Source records
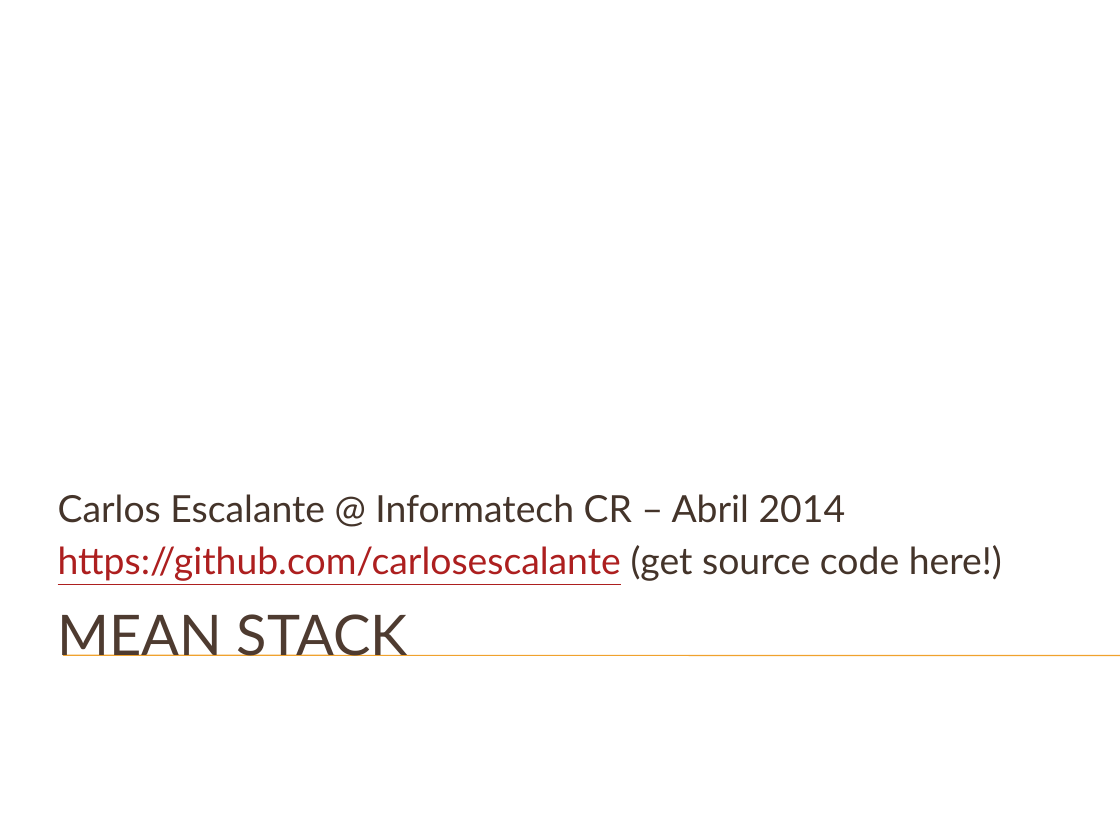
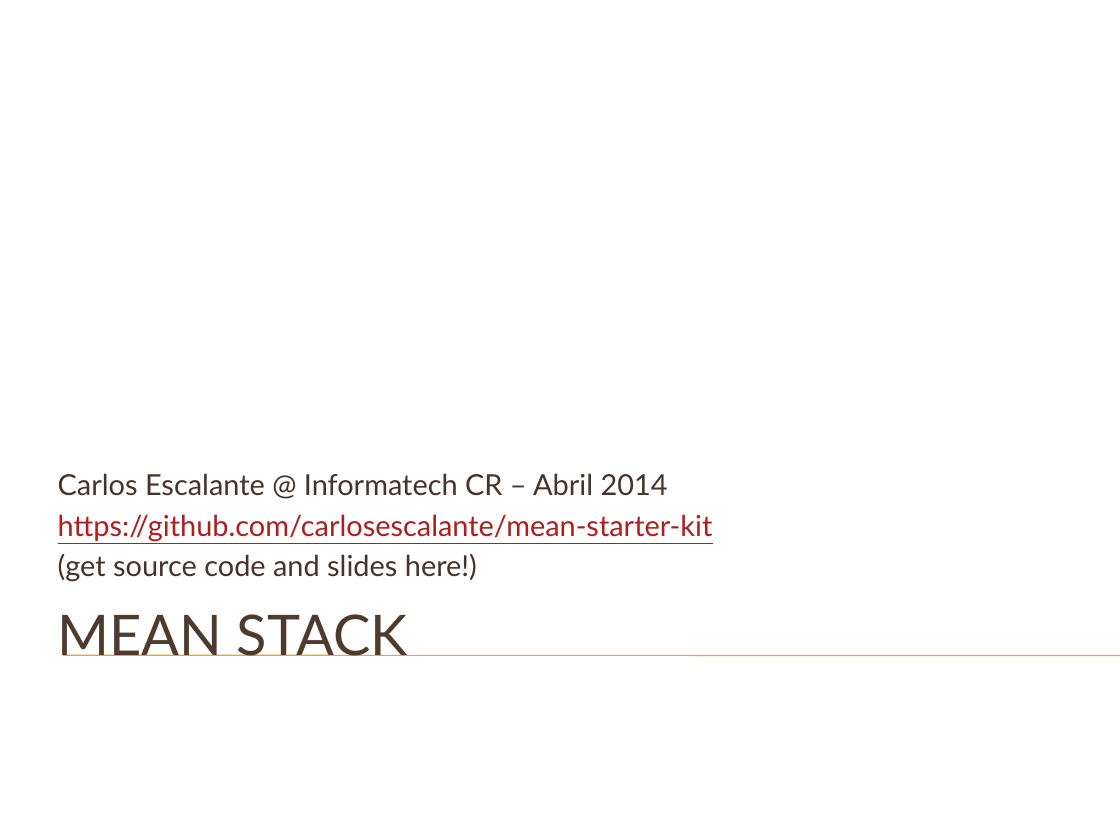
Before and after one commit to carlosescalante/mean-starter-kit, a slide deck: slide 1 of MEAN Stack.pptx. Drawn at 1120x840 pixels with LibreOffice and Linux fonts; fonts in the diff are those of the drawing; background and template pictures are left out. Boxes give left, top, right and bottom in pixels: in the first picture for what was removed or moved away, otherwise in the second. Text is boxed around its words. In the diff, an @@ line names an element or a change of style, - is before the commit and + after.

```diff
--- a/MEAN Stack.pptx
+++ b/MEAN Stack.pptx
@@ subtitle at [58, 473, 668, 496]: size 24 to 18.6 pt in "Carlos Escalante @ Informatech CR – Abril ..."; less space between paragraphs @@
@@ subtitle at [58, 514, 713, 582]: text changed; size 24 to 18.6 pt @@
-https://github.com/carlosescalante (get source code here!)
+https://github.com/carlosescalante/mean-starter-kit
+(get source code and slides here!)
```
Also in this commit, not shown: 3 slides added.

● Task goal
Count, in the records above, the lines that contain "subtitle", and write only the resulting number.

● Exercise response
2